After the initial broad mine.update, poll until every currently-up
minion actually has network.ip_addrs in the mine, re-pushing mine.update
to stragglers, before releasing the boot highstate. Shares the existing
MINE_UPDATE_MAX_WAIT backstop so a slow/down node never blocks boot, and
still logs the rendered node_data for inspection.
Dump the actual rendered node_data pillar (pretty-printed JSON) to the
journal instead of just a rendered/empty verdict, so the boot-time render
attempt is fully inspectable. Empty renders print false/null and still
emit the WARNING.
After the boot-time mine.update, have the manager actually render the
node_data pillar and log whether it came back populated. node_data: False
makes salt/top.sls apply the bootstrap recovery branch instead of the
manager's real config, so surfacing this in the journal makes the
condition visible before so-boot-highstate runs. Best-effort and
non-blocking: always exits 0 so highstate proceeds regardless.
so-boot-mine-update.service is a manager-only Type=oneshot unit that runs
once per boot after salt-master/salt-minion start and before
so-boot-highstate.service. It pushes mine.update to all reachable minions
so mine-backed pillars (node IPs, ES/Redis/Logstash discovery) are fresh
before the boot highstate renders them.
The helper waits for the responsive minion set to settle (plateau) rather
than for every accepted key to report up, so an intentionally powered-off
minion doesn't block the update; MAX_WAIT remains as a backstop.
The setup-complete marker is a runtime-state file, not config, so move it
to /opt/so/state/setup-complete. Updates both writers (mark_setup_complete
in setup/so-functions and the upgrade-path state in minion/init.sls) and the
three readers (so-boot-highstate.service ConditionPathExists, boot_highstate.sls
enable gate, and the so-user_sync cron gate).

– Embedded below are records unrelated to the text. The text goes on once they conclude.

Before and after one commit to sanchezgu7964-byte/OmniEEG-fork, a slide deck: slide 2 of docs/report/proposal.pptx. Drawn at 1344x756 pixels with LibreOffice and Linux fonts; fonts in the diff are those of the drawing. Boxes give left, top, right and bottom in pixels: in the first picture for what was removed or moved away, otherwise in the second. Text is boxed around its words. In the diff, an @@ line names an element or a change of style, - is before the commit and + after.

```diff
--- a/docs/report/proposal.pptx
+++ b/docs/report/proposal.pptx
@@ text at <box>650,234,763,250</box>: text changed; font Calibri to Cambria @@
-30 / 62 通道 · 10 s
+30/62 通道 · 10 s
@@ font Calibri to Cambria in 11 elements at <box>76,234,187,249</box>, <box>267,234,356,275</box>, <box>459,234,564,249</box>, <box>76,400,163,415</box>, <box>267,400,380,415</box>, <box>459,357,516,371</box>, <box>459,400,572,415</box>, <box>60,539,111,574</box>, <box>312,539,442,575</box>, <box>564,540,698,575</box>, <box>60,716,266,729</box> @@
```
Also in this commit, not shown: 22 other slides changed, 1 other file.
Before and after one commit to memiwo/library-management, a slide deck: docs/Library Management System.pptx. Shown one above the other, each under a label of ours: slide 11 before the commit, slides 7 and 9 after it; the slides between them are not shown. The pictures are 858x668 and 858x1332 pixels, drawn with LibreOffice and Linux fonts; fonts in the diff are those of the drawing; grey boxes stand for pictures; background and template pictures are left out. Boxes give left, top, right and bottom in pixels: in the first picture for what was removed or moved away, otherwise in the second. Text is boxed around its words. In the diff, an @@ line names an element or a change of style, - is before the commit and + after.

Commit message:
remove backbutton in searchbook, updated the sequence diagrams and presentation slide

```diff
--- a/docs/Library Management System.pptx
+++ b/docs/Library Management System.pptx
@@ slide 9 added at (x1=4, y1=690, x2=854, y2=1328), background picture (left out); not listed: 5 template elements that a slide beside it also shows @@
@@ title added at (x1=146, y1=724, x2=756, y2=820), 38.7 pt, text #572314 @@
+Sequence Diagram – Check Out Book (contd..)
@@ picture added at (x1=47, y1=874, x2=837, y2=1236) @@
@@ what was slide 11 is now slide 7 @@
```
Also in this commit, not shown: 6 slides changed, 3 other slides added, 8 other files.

Add docker.service to After= and Wants= so the boot-time highstate
starts after docker is up. Uses Wants (soft) so highstate still runs
if docker fails to start.
The active-push feature detected pillar/settings changes via an inotify
beacon on the manager watching /opt/so/saltstack/local/pillar. Replace
that pillar watch with a custom salt beacon (pillar_db) that polls the
SOC so_soc.audit_settings table on a monotonic id watermark, so changes
made through SOC drive immediate pushes from the database instead of the
files. The suricata/strelka rule inotify watches (and pyinotify) are kept
unchanged, since rule-file edits are not recorded in audit_settings.
- salt/_beacons/pillar_db.py: new beacon. Polls audit_settings via
`docker exec so-postgres psql` (unix-socket trust auth), tracks the last
processed id in /opt/so/state/pillar_db_watch.id, seeds to MAX(id) on
first run (no history replay), and emits one event per new row.
- salt/reactor/push_pillar.sls: consume setting_id/node_id from the beacon
event instead of a file path. App = first dotted segment of setting_id,
looked up in pillar_push_map.yaml. Empty node_id -> grid-wide actions as
is; populated node_id -> the app's state(s) retargeted to that one node.
- salt/manager/files/beacons_pushstate.conf.jinja: drop the pillar inotify
block, add the pillar_db beacon (interval = push.drain_interval); keep
the suricata/strelka inotify watches.
- salt/salt/files/reactor_pushstate.conf: map salt/beacon/*/pillar_db/
audit_settings to push_pillar.sls; remove the pillar inotify reactor
lines; keep suricata/strelka.
The intent -> so-push-drainer -> orch.push_batch pipeline is unchanged.
Verified end-to-end on a standalone: a grid-wide telegraf.output change
re-applied telegraf fleetwide (container replaced), and a per-host
ntp.config.servers change applied ntp to only that node.